The indices were up against strong resistance, Apple (Nasdaq: AAPL) delivered its first quarterly miss of the decade (maybe century), and Germany and the rest of Europe denied the $2.7 trillion big bank bailout rumor that got the bulls back in the market Tuesday. So I was pleased when the indices moved lower yesterday - they really should have.

Also, the decline was not severe. Yesterday the indices declined less than a percent. Technology outpaced other sectors because AAPL, which represents about 20% of the technology index, was down 6% on Wednesday.

Apple support can be found at $391. The banks also gave back some of their gains from Tuesday. As a group, bank stocks were down 1.4%, but some of the big bank stocks were slammed hard: Bank of America (NYSE: BAC) down 4%, JPMorgan (NYSE: JPM) down 2%, AIG (NYSE: AIG) down 3%.

The earnings reports from the big banks have been a shame. And I really do mean a shame, because they recorded profit but not due to operations. The profit was a result of mere gimmicks in accounting. All other aspects of the financials were terrible. In fact, they were reminiscent of 2008.

The reports that came from other, non-financial, business segments were good. Although technology stocks like AAPL and IBM (NYSE: IBM) declined after they reported, Intel (Nasdaq: INTC) and Google (Nasdaq: GOOG) moved significantly higher. And no company from that list reported a bad quarter.
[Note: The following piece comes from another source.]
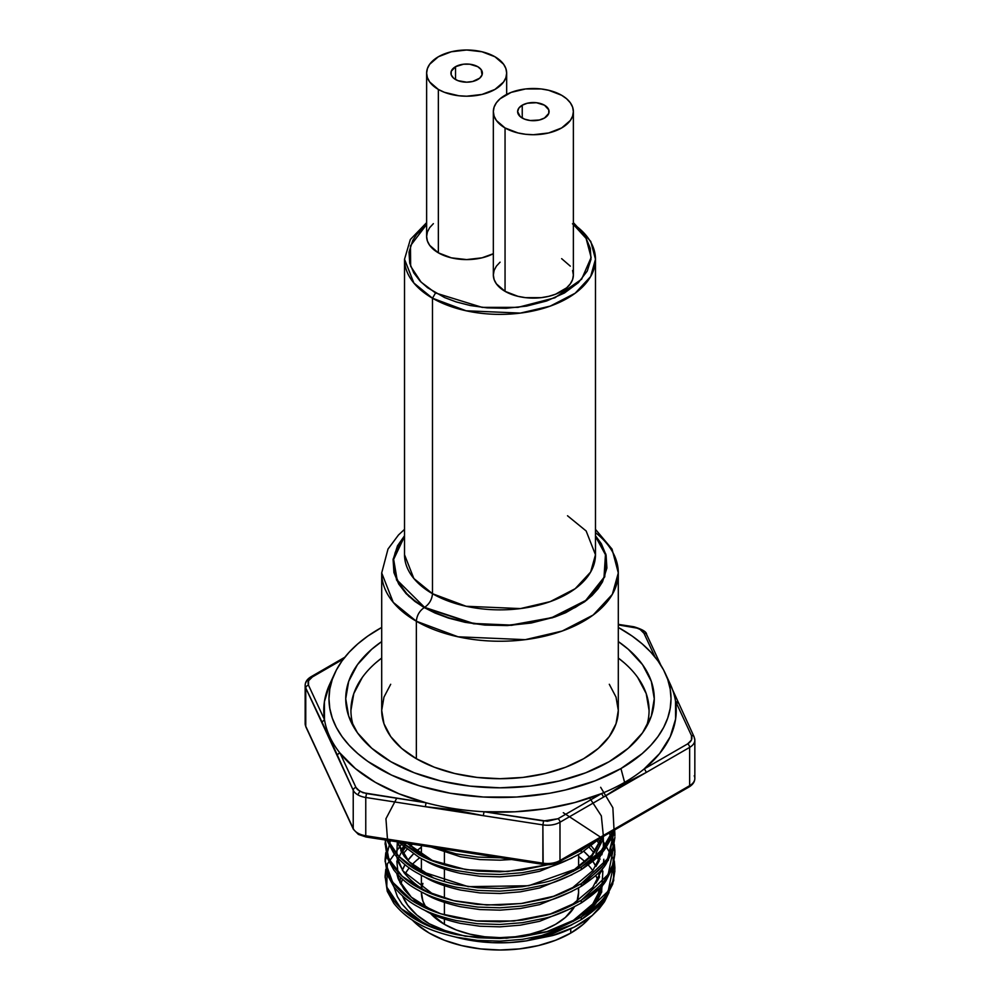 <?xml version="1.0" encoding="UTF-8"?>
<svg xmlns="http://www.w3.org/2000/svg" width="1000" height="1000" viewBox="0 0 1000 1000"><rect width="100%" height="100%" fill="white"/><g stroke="black" fill="none" stroke-linecap="round" stroke-linejoin="round"><path stroke-width="1.5" d="M595.475 532.612A118.3 68.3 180 0 1 618.3 572.938A118.3 68.3 180 0 1 545.275 636.038A118.3 68.3 180 0 1 416.35 621.237L416.35 758.713A118.3 68.3 0 0 0 545.275 773.512A118.3 68.3 0 0 0 618.3 710.413L616.025 723.737L609.3 736.55L598.362 748.363L583.65 758.713L565.725 767.2L545.275 773.512L523.075 777.4L500 778.713L476.925 777.4L454.725 773.512L434.275 767.2L416.35 758.713L401.637 748.363L390.7 736.55L383.975 723.737L381.7 710.413L383.975 697.087L390.7 684.275M573.375 223.975A95.475 55.125 180 0 1 595.475 259.25A95.475 55.125 180 0 1 536.538 310.175A95.475 55.125 180 0 1 432.488 298.225L432.488 593.713A95.475 55.125 0 0 0 536.538 605.662A95.475 55.125 0 0 0 595.475 554.738L586.15 530.975L567.513 515.763M438.35 252.825A40.025 23.1 0 0 0 493.338 253.713L481.962 257.838L466.65 259.587L451.337 257.838L438.35 252.825L438.35 89.438L438.35 252.825L429.675 245.325L427.4 241L426.625 236.488A40.025 23.1 0 0 0 438.35 252.825M494.95 56.762A40.025 23.1 180 0 1 506.662 73.1A40.025 23.1 180 0 1 481.962 94.45A40.025 23.1 180 0 1 438.35 89.438L444.412 92.312L458.837 95.763L466.65 96.213L481.962 94.45L494.95 89.438L503.625 81.95L505.9 77.613L506.662 73.1L505.9 68.6L503.625 64.262L494.95 56.762L481.962 51.762L466.65 50L451.337 51.762L438.35 56.762L429.675 64.262L427.4 68.6L426.625 73.1L427.4 77.613L429.675 81.95L438.35 89.438A40.025 23.1 180 0 1 426.625 73.1A40.025 23.1 180 0 1 451.337 51.762A40.025 23.1 180 0 1 494.95 56.762M505.05 291.337A40.025 23.1 0 0 0 548.663 296.35A40.025 23.1 0 0 0 573.375 275L572.6 279.513L570.325 283.837L566.625 287.838L555.588 294.212L548.663 296.35L541.163 297.663L525.55 297.663L518.038 296.35L505.05 291.337L505.05 127.95L505.05 291.337L496.375 283.837L494.1 279.513L493.338 275A40.025 23.1 0 0 0 505.05 291.337M561.65 95.275A40.025 23.1 180 0 1 573.375 111.613A40.025 23.1 180 0 1 548.663 132.963A40.025 23.1 180 0 1 505.05 127.95L518.038 132.963L525.55 134.275L533.35 134.725L548.663 132.963L561.65 127.95L570.325 120.463L572.6 116.125L573.375 111.613L572.6 107.112L570.325 102.775L566.625 98.775L561.65 95.275L548.663 90.275L541.163 88.95L525.55 88.95L511.112 92.4L500.075 98.775L496.375 102.775L494.1 107.112L493.338 111.613L494.1 116.125L496.375 120.463L505.05 127.95A40.025 23.1 180 0 1 493.338 111.613A40.025 23.1 180 0 1 518.038 90.275A40.025 23.1 180 0 1 561.65 95.275M455.525 66.688A15.725 9.075 180 0 1 472.663 64.725A15.725 9.075 180 0 1 482.375 73.1A15.725 9.075 180 0 1 477.762 79.525A15.725 9.075 180 0 1 460.637 81.487A15.725 9.075 180 0 1 450.925 73.1A15.725 9.075 180 0 1 455.525 66.688L455.525 79.525L455.525 66.688L463.575 64.2L469.712 64.2L477.762 66.688L481.175 69.638L482.062 74.875L479.725 78.15L472.663 81.487L466.65 82.188L457.912 80.65L453.575 78.15L451.225 74.875L451.225 71.338L455.525 66.688M522.238 105.2A15.725 9.075 180 0 1 539.362 103.225A15.725 9.075 180 0 1 549.075 111.613A15.725 9.075 180 0 1 544.475 118.038A15.725 9.075 180 0 1 527.337 120A15.725 9.075 180 0 1 517.625 111.613A15.725 9.075 180 0 1 522.238 105.2L522.238 118.038L522.238 105.2L527.337 103.225L536.425 102.713L544.475 105.2L548.775 109.85L548.775 113.387L544.475 118.038L539.362 120L530.288 120.525L524.612 119.162L520.275 116.662L517.625 111.613L518.825 108.138L522.238 105.2M573.375 224.488L586.087 238.388L591.138 257.45L581.613 279.237L554.913 297.775L517.962 307.362L482.163 307.375L435.525 292.975L432.488 298.225A95.475 55.125 180 0 1 404.525 259.25L413.85 283L432.488 298.225L435.525 292.975L421.112 282.15L410.65 266.25L410.475 245.75L426.625 224.488L416.538 234.525L412.762 240.413L409.025 252.175L409.725 263.188L413.787 272.887L420.05 281.062L427.525 287.7L444.65 297.587L456.15 301.9L470.3 305.525L487.1 307.863L506.188 308.275L526.55 306.112L546.625 300.988L564.475 292.975L578.362 282.663L587.238 271.075L590.975 259.312L590.275 248.3L586.213 238.6L579.95 230.425L572.475 223.787M426.625 73.1L426.625 236.488L427.4 231.975L429.675 227.65L433.375 223.65M561.65 258.663L570.325 266.163M572.6 270.487L573.375 275L573.375 111.613M493.338 111.613L493.338 275L494.1 270.487L496.375 266.163L500.075 262.162M595.475 259.25L595.475 554.738L590.65 572.025L575.175 588.713L550.25 601.613L520.425 608.587L466.15 606.275L432.488 593.713C431.987 599.487 429.363 604.038 424.6 607.362C429.363 604.038 431.987 599.487 432.488 593.713L413.85 578.488L404.525 554.738A95.475 55.125 0 0 0 432.488 593.713L432.488 298.225L466.15 310.788L520.425 313.087L550.25 306.112L575.175 293.225L590.65 276.537L595.475 259.25L590.775 241.438L573.375 222.638M404.525 529.362L398.488 534.975L388 549.05L381.7 572.938L393.25 602.375L416.35 621.237C416.85 615.45 419.475 610.9 424.237 607.575L408.725 596.237L396.575 580.013L393.175 558.975L404.525 535.763L397.488 545.825L393.1 559.637L393.925 572.587L398.688 583.987L406.05 593.587L414.85 601.388L424.237 607.575C419.475 610.9 416.85 615.45 416.35 621.237A118.3 68.3 180 0 1 381.7 572.938L381.7 710.413A118.3 68.3 0 0 0 416.35 758.713L416.35 621.237L458.062 636.8L525.3 639.663L562.263 631.013L593.15 615.037L612.325 594.375L618.3 572.938L618.3 710.413L616.025 697.087L609.3 684.275M424.6 607.362L397.188 580.163L393.65 559.4L404.525 536.438L398 545.913L395.087 552.837L393.625 559.663L394.45 572.537L399.188 583.888L406.512 593.438L415.262 601.2L424.6 607.362L435.275 612.762L448.725 617.812L465.262 622.038L484.925 624.775L507.225 625.25L531.05 622.725L554.513 616.737L575.4 607.362L584.2 601.613L591.638 595.312L597.587 588.638L602 581.763L604.913 574.837L606.375 568.013L605.55 555.125L600.812 543.787L595.475 536.438L605.45 554.725L604 577.4L585.725 600.45L551.7 617.675L510.913 625.075L473.512 623.462L424.6 607.362M595.475 535.763L601.312 543.688L606.075 555.087L606.9 568.038L602.513 581.85L598.062 588.763L592.087 595.462L584.612 601.788L565.737 612.688L554.788 617L531.2 623.025L507.262 625.562L484.85 625.075L465.1 622.325L448.475 618.075L434.963 613L424.237 607.575L473.663 623.8L511.488 625.337L552.638 617.725L586.725 600.163L604.75 576.85L605.8 554.05L595.475 535.763M376.05 662.6L381.7 658.037A149.075 86.062 0 0 0 353.762 727.113M390.913 761.725A154.275 89.075 180 0 1 350.925 721.663A154.275 89.075 180 0 1 381.7 641.575L371.725 649.262L357.463 664.663L348.688 681.363L345.725 698.75L348.688 716.125L357.463 732.825L371.725 748.225L390.913 761.725L414.288 772.8L440.962 781.038L469.9 786.1L500 787.812L530.1 786.1L559.038 781.038L585.712 772.8L609.087 761.725L628.275 748.225L642.537 732.825L651.312 716.125L654.275 698.75L651.312 681.363L642.537 664.663L628.275 649.262L618.3 641.562A154.275 89.075 180 0 1 649.075 721.663A154.275 89.075 180 0 1 540.037 784.762A154.275 89.075 180 0 1 390.913 761.725M694.237 737.5A17.725 10.237 180 0 1 694.837 740.15A17.725 10.237 180 0 1 689.65 747.387A2.862 1.65 -120 0 0 687.625 743.888L644.013 769.062A176.238 101.75 180 0 1 624.612 782.362L620.938 768.562A171.025 98.737 180 0 1 414.6 784.3A171.025 98.737 180 0 1 334.738 673.337A171.025 98.737 180 0 1 379.062 628.925A171.025 98.737 180 0 1 381.7 627.438L367.788 636.1L357.8 643.888L349.162 652.2L341.987 660.962L336.337 670.075L332.262 679.475L329.8 689.062L328.975 698.75L329.8 708.425L332.262 718.012L336.337 727.412L341.987 736.538L349.162 745.288L357.8 753.6L367.788 761.388L391.5 775.075L419.375 785.825L450.35 793.238L483.237 797.013L516.763 797.013L549.65 793.238L565.45 789.975L595.025 780.85L620.938 768.562L624.612 782.362A176.238 101.75 180 0 1 601.575 793.562A176.238 101.75 0 0 0 624.612 782.362A176.238 101.75 0 0 0 644.013 769.062A2.862 1.65 60 0 1 646.038 772.562L689.65 747.387L689.65 785.662A2.862 1.65 60 0 1 689.05 786.975A2.862 1.65 60 0 1 687.625 786.825M334.738 673.337L329.7 684.225A176.238 101.75 0 0 0 324.487 719.638A176.238 101.75 0 0 0 340.025 753.1A176.238 101.75 0 0 0 426.075 802.775A176.238 101.75 0 0 0 484.038 811.737A176.238 101.75 0 0 0 601.575 793.562L557.962 818.737L543.612 820.962L542.875 824.887L543.162 864.4L542.875 863.162L365.763 835.763A17.725 10.237 180 0 1 357.812 833.112L358.4 834.425L357.812 833.112A17.725 10.237 180 0 1 353.225 828.525A2.862 2.25 155.1 0 0 353.413 829.338M421.388 892.237A78.612 45.388 0 0 0 425.962 907.5L422.9 901.087L421.388 892.237M430.425 913.363A78.612 45.388 0 0 0 444.412 924.325L444.412 919.062L444.412 924.325L456.325 929.975L469.913 934.163L484.663 936.75L500 937.625L515.337 936.75L530.087 934.163L543.675 929.975L555.588 924.325L565.363 917.45L574.438 906.838A78.612 45.388 0 0 1 444.412 924.325L430.425 913.363M444.412 914.925L444.412 902.4L444.412 914.925M444.412 898.263L444.412 885.738L444.412 898.263M444.412 881.6L444.412 869.075L444.412 881.6M444.412 864.938L444.412 852.4L444.412 864.938M570.75 933.088L570.75 928.8L570.75 933.088A100.05 57.763 0 0 0 590.413 916.975L583.188 924.325L570.75 933.088L555.588 940.263L538.288 945.6L519.525 948.888L500 950L480.475 948.888L461.712 945.6L444.412 940.263L429.25 933.088L416.812 924.325L412.137 919.862A100.05 57.763 0 0 0 570.75 933.088M416.812 860.15L419.787 857.712A100.05 57.763 0 0 0 412.163 864.587M409.25 867.913A100.05 57.763 0 0 0 405.1 873.938L407.562 870.125M401.875 880.962L402.5 879.262A100.05 57.763 0 0 0 400.875 884.4M452.312 933.675A100.05 57.763 180 0 1 402.537 895.962L407.562 905L416.812 914.987L429.25 923.75L452.3 933.675M400.412 877.337L399.95 882.812A100.05 57.763 180 0 1 400.412 877.35M402.388 870.225A100.05 57.763 180 0 1 405.025 864.725L402.388 870.225M407.837 860.425A100.05 57.763 180 0 1 413.375 854L407.837 860.425M416.287 851.263A100.05 57.763 180 0 1 421.388 847.163L416.287 851.263M385.087 876.35L387.275 891.35L393.775 903.238C400.775 911.95 409.087 918.8 418.713 923.8C427.15 928.825 439.6 933.288 456.075 937.175L477.675 940.4L500 941.137L522.463 939.35L543.962 935.088C553.875 933.037 566.312 927.887 581.263 919.638L581.263 916.988C566.325 925.238 553.9 930.375 544 932.438L522.525 936.688L500.075 938.487L477.688 937.75L456.15 934.538C440.35 930.913 427.887 926.462 418.775 921.175C409.613 916.562 401.287 909.712 393.812 900.638L387.275 888.713L385.087 876.35L385.788 869.338M386.075 870.662L385.112 877.675M385.087 859.688L387.275 874.688L393.775 886.575C400.775 895.288 409.087 902.138 418.713 907.125C427.15 912.163 439.6 916.625 456.075 920.512L477.675 923.737L500 924.475L522.463 922.675L543.962 918.425C553.875 916.375 566.312 911.225 581.263 902.975L581.263 900.325C566.325 908.562 553.9 913.713 544 915.763L522.525 920.025L500.075 921.812L477.688 921.087L456.15 917.875C440.35 914.25 427.887 909.788 418.775 904.513C409.613 899.9 401.287 893.05 393.812 883.975L387.275 872.05L385.087 859.688L385.788 852.675M386.075 854L385.112 861.012M385.087 843.025L387.275 858.025L393.775 869.912C400.775 878.625 409.087 885.475 418.713 890.462C427.15 895.5 439.6 899.963 456.075 903.85L477.675 907.075L500 907.8L522.463 906.012L543.962 901.762C553.875 899.712 566.312 894.562 581.263 886.312L581.263 883.662C566.325 891.9 553.9 897.05 544 899.1L522.525 903.35L500.075 905.15L477.688 904.425L456.15 901.213C440.35 897.588 427.887 893.125 418.775 887.85C409.613 883.238 401.287 876.388 393.812 867.3L387.275 855.375L385.213 839.963M385.538 840.013L385.112 844.35M386.887 840.212L393.775 853.25C400.775 861.95 409.087 868.8 418.713 873.8C427.15 878.838 439.6 883.288 456.075 887.175L477.675 890.413L500 891.137L522.463 889.35L543.962 885.1C553.875 883.05 566.312 877.9 581.263 869.65L581.263 867C566.325 875.238 553.9 880.387 544 882.438L522.525 886.688L500.075 888.487L477.688 887.763L456.15 884.55C440.35 880.925 427.887 876.462 418.775 871.175C409.613 866.562 401.287 859.725 393.812 850.638L387.912 840.375M401.712 842.513L429.425 859.638L466.3 869.725L507.525 871.513L547.8 864.725L522.525 870.025L500.075 871.825L477.688 871.1L456.15 867.887C440.35 864.25 427.887 859.8 418.775 854.513L401.625 842.5M398.387 842L418.713 857.138C427.15 862.163 439.6 866.625 456.075 870.512L477.675 873.75L500 874.475L522.463 872.688L543.962 868.438C553.875 866.375 566.312 861.225 581.263 852.987L581.263 850.337L564.688 858.775M480.012 854.625L452.137 850.312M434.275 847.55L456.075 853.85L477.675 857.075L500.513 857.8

All banks had bad quarters; the year to date results weren't pretty either.

Investors had expected the worst from the banks, which is why the financial index was down 30% since May. The market will not be able to break 1250 resistance and rally higher without the bank stocks. Right now, the banks are likely to move sideways; a few might push higher, as they recover from a dreadful move lower during August. But the banks will not rally until there is stability in Europe.

The European bailout has taken about 90% of investor focus, and caused participants to ignore good economic data and modest earnings results. Today France and Germany, which are the two biggest voices, will meet again to discuss possible options.

While I doubt a deal will be struck today, the market will not wait forever. I would expect a sharp pullback to at least 1155, likely 1115, if Europe cannot get their affairs in order and pen the bailout.